# Martysub w/iNuke 3k DSP plus 2 powered subs?



## Bloodta (Sep 15, 2014)

Martysub w/iNuke 3k DSP plus 2 powered subs?
I have a marty sub with an inuke 3000dsp in bridged, I also have 2 PA-120 powered subs. Can I run the 2 PA-120s off of the iNuke 3000 also. I want to be able EQ the PAs with iNuke software.


----------



## Wayne A. Pflughaupt (Apr 13, 2006)

Peculiar question – you want to connect powered speakers (which have their own built-in amplifiers) to an amplifier (the iNuke)?

Regards, 
Wayne


----------



## Bloodta (Sep 15, 2014)

Wayne A. Pflughaupt said:


> Peculiar question – you want to connect powered speakers (which have their own built-in amplifiers) to an amplifier (the iNuke)?
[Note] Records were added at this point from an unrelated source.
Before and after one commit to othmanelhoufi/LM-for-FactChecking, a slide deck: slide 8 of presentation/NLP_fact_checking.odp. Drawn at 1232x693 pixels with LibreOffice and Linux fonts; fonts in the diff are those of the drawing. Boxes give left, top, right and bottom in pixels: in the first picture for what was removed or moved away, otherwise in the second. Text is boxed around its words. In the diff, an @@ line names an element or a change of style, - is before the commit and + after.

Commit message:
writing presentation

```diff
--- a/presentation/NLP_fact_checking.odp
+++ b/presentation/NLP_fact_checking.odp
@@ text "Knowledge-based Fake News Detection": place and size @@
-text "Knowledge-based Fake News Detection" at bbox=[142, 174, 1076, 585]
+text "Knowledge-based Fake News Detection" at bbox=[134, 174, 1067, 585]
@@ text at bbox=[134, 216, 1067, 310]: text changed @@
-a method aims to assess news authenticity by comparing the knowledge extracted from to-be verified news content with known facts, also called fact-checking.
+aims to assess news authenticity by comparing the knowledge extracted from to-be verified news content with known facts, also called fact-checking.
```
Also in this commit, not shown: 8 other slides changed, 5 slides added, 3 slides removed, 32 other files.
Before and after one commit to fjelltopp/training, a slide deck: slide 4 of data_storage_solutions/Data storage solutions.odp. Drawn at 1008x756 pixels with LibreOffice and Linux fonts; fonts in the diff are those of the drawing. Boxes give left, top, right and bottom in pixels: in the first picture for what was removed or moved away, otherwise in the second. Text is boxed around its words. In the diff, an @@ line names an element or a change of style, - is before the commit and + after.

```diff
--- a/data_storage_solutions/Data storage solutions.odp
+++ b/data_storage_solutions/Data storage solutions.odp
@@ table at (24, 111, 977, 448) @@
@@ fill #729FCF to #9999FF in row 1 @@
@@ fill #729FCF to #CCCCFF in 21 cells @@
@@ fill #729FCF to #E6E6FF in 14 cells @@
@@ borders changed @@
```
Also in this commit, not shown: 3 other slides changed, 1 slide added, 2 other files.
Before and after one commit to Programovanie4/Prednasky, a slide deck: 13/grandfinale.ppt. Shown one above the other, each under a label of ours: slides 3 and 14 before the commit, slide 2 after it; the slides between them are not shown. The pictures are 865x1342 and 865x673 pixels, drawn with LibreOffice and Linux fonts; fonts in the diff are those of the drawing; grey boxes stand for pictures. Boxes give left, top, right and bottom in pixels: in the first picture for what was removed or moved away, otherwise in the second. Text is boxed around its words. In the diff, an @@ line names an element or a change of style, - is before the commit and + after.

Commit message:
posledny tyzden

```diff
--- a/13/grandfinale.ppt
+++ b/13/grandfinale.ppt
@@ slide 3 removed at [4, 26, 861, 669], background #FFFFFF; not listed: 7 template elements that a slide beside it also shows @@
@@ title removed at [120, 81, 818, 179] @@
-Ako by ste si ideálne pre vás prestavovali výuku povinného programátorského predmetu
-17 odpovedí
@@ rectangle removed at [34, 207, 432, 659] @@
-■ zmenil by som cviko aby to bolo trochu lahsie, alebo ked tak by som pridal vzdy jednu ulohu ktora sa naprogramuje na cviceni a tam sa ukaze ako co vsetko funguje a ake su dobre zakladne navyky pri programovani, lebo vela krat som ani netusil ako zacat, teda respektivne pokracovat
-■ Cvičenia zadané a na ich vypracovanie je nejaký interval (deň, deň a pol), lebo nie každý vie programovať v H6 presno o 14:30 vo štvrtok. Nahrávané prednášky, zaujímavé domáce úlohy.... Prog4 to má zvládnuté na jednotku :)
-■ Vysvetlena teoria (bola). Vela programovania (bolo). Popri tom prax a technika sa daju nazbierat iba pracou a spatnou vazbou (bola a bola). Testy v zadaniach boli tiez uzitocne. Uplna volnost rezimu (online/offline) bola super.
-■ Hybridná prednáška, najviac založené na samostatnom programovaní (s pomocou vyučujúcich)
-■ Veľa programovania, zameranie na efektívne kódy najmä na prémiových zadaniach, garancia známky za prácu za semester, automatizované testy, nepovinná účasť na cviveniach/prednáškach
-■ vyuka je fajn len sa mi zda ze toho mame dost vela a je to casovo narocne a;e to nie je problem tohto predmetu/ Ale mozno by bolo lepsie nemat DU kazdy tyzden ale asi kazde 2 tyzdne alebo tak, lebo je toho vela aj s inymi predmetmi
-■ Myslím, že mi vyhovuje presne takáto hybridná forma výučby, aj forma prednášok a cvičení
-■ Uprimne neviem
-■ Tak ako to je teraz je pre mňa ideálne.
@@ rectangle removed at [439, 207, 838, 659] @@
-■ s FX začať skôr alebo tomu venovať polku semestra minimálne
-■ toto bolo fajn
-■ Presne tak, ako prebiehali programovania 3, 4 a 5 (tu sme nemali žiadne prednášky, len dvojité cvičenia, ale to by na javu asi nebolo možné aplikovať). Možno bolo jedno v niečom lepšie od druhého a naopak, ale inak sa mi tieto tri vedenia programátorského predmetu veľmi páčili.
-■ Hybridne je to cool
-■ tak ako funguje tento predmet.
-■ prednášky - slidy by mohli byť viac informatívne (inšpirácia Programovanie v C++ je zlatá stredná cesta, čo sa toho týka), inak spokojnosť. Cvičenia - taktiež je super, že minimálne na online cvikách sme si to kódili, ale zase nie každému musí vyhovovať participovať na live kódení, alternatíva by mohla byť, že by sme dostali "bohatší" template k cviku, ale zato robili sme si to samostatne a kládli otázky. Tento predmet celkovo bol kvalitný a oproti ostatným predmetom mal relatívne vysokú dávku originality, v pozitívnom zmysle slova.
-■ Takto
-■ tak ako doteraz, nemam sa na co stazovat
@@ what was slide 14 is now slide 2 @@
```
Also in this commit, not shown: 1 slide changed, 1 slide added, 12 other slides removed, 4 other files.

Regards, Wayne


Exactly, so that I can EQ all subs individually using the inuke software .


----------



## Wayne A. Pflughaupt (Apr 13, 2006)

Thanks. There’s no way to do what you’re wanting. Best to EQ the powered speakers from your receive or whatever your front end is.

Regards, 
Wayne


----------



## Bloodta (Sep 15, 2014)

Wayne A. Pflughaupt said:


> Thanks. There’s no way to do what you’re wanting. Best to EQ the powered speakers from your receive or whatever your front end is.
> 
> Regards,
> Wayne


Thanks. However, at the risk of sounding like a 5 year old, why not?


----------



## Wayne A. Pflughaupt (Apr 13, 2006)

Because any equalizing the iNuke’s built-in DSP applies goes only to its speaker outputs. As such the only way to get an equalized signal to the powered speakers is to use the iNuke’s speaker outputs to provide a signal to the powered speaker’s inputs. The powered speaker inputs are looking for a signal that’s a few milliwatts, maybe a few watts at maximum. So you for sure don’t want to dump a few thousand watts into those inputs.

Make sense? :T

Regards, 
Wayne


----------



## Bloodta (Sep 15, 2014)

Wayne A. Pflughaupt said:


> Because any equalizing the iNuke’s built-in DSP applies goes only to its speaker outputs. As such the only way to get an equalized signal to the powered speakers is to use the iNuke’s speaker outputs to provide a signal to the powered speaker’s inputs. The powered speaker inputs are looking for a signal that’s a few milliwatts, maybe a few watts at maximum. So you for sure don’t want to dump a few thousand watts into those inputs.
> 
> Make sense? :T
> 
> ...


I think I'm confused, the PA-120 subs are 650 watt subs, the iNuke as of now runs my Martysub in bridged. Wouldn't the inuke's output be split in half out of channel A and channel B?


----------



## Wayne A. Pflughaupt (Apr 13, 2006)

The capability of a powered sub’s internal amplifier has nothing to do with it. We’re talking about the powered sub’s _input signal._ Powered subs all have different output power (wattage) ratings, but they all have roughly the same requirements for their _input signals._ And no powered sub’s line inputs can handle more than a few watts at most. I’m sure the iNuke, even with its output “split in half,” is still considerably greater than a couple watts, is it not? 

Regards, 
Wayne


----------



## Bloodta (Sep 15, 2014)

Wayne A. Pflughaupt said:


> The capability of a powered sub’s internal amplifier has nothing to do with it. We’re talking about the powered sub’s _input signal._ Powered subs all have different output power (wattage) ratings, but they all have roughly the same requirements for their _input signals._ And no powered sub’s line inputs can handle more than a few watts at most. I’m sure the iNuke, even with its output “split in half,” is still considerably greater than a couple watts, is it not?
> 
> Regards,
> Wayne


Thanks again, that makes sense, it's getting clearer.


----------